Material for this exercise START

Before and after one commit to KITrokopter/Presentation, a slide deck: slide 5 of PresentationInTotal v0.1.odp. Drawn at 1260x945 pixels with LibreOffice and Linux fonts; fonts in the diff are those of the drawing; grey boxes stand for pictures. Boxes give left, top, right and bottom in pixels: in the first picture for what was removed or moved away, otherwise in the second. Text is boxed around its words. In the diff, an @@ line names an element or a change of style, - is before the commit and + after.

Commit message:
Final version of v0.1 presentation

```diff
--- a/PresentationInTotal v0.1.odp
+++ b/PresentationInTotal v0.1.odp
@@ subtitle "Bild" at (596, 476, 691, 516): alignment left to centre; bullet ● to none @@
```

Material for this exercise END
Material for this exercise START

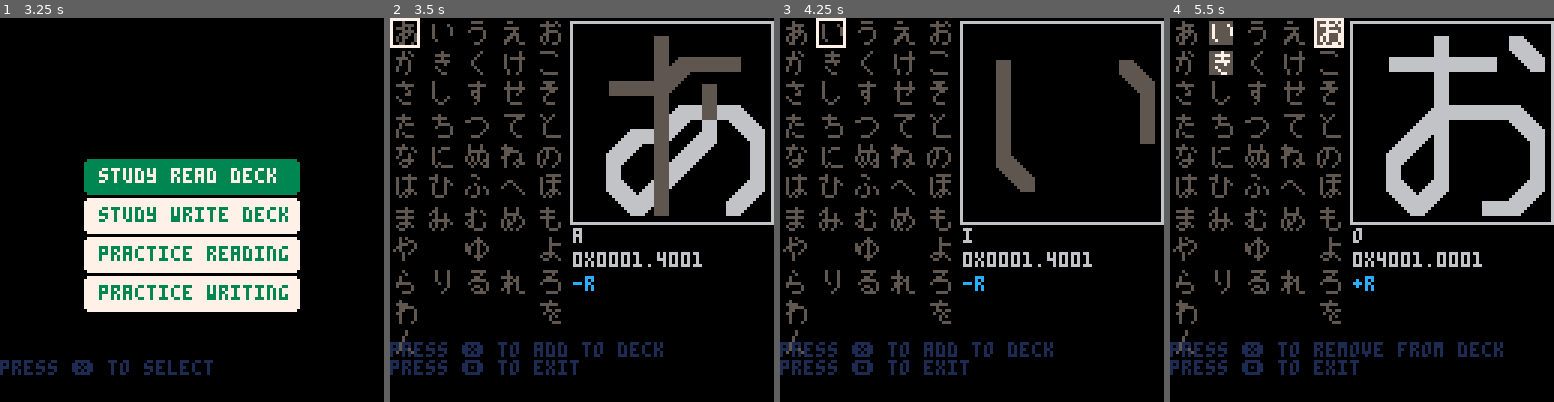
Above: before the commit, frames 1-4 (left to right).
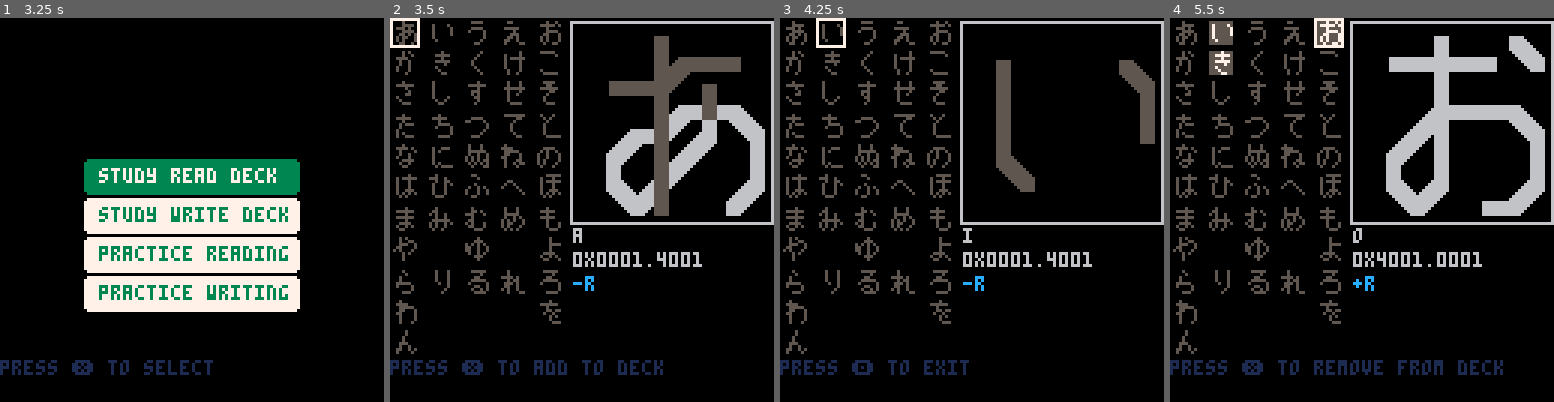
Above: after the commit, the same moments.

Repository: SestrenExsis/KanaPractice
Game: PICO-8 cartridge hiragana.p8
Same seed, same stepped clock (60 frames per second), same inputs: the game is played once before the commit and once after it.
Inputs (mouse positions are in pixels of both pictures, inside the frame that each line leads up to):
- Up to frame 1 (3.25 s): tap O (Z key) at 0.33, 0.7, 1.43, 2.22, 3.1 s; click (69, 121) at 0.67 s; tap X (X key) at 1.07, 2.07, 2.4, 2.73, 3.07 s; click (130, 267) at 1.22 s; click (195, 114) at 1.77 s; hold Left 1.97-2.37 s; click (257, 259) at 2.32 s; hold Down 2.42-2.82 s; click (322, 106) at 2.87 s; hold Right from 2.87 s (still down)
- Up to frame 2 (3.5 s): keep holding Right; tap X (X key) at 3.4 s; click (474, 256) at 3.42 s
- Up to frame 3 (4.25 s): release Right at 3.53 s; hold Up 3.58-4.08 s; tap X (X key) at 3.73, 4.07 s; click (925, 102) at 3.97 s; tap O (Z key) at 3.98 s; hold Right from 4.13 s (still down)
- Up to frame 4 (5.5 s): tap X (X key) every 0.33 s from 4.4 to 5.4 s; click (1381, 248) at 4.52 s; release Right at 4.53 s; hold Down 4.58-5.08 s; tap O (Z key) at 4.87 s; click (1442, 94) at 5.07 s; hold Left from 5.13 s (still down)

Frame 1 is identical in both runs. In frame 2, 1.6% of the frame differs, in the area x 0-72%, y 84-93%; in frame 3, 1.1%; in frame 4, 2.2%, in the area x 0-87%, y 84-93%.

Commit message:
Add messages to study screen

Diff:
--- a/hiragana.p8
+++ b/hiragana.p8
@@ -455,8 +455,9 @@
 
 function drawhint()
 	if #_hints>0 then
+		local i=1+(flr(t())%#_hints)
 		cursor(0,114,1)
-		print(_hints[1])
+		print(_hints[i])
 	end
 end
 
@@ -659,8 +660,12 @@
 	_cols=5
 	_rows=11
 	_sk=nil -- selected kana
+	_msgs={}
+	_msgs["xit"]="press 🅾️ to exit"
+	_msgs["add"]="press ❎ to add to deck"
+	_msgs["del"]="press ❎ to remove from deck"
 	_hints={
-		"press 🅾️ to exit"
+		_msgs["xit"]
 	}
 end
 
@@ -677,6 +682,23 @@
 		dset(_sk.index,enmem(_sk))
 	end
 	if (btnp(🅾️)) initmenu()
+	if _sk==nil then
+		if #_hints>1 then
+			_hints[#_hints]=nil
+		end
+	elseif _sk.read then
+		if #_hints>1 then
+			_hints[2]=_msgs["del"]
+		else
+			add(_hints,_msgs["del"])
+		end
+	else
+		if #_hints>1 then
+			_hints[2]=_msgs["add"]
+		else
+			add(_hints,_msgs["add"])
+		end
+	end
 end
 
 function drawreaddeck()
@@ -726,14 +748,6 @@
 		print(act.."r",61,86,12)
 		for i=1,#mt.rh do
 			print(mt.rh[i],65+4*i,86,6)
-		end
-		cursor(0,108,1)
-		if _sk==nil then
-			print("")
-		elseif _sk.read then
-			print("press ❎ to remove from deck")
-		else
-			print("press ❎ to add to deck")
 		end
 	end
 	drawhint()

Material for this exercise END
Material for this exercise START

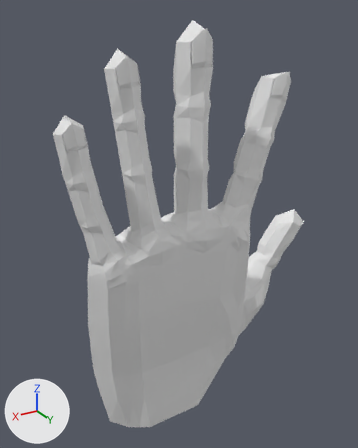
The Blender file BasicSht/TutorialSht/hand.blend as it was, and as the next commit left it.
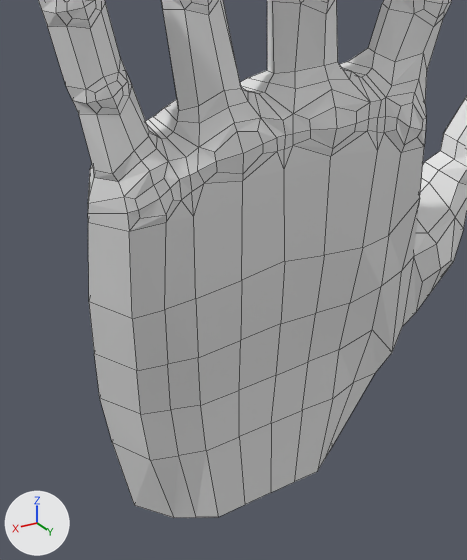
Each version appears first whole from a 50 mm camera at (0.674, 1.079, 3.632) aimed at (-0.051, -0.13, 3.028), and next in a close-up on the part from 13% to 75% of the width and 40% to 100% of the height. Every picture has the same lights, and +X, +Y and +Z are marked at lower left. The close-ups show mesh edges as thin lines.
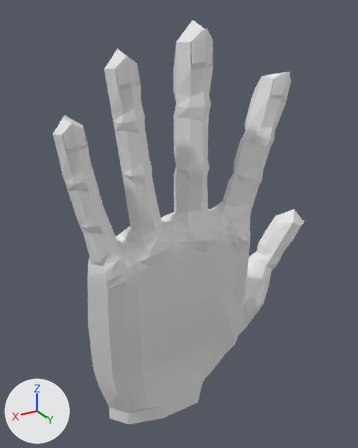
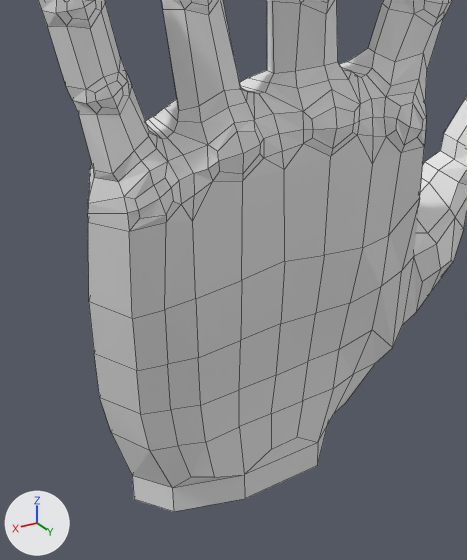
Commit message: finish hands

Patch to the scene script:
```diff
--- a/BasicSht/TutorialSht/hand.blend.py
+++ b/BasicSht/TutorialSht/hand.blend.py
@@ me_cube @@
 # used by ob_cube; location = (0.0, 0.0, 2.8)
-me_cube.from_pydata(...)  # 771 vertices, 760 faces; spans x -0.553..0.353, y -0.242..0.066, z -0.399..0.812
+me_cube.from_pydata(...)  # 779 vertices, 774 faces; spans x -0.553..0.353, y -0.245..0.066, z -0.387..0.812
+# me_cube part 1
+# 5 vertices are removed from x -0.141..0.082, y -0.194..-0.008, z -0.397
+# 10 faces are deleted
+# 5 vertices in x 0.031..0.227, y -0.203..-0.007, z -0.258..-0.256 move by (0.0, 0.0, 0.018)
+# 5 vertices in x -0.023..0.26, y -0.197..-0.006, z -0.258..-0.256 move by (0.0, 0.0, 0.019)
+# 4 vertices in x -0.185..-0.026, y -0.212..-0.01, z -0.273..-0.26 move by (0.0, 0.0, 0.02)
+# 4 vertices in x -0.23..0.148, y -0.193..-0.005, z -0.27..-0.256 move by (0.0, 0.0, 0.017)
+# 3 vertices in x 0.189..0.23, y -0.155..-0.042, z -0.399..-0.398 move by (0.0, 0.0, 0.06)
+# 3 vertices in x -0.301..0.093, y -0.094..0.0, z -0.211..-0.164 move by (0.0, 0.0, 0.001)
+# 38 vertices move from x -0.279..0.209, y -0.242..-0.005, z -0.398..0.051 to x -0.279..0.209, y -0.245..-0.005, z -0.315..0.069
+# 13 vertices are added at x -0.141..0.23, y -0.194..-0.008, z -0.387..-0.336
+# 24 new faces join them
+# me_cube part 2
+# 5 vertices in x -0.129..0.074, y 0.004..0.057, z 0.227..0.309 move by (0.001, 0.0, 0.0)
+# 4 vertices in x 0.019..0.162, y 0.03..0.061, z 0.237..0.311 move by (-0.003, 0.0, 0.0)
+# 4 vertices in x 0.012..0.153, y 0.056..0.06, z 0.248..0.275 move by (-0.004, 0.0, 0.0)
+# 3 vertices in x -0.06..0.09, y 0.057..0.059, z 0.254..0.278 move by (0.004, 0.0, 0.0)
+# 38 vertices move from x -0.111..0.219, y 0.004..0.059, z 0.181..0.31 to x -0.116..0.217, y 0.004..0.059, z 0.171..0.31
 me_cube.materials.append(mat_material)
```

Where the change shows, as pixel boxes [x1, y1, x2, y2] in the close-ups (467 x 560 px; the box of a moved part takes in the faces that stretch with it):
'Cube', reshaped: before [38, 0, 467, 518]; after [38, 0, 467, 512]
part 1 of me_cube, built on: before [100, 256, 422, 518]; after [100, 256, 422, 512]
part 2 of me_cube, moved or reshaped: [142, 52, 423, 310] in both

Material for this exercise END

For the listing above, give the number of lines that contain the string "spans" and nothing else.

2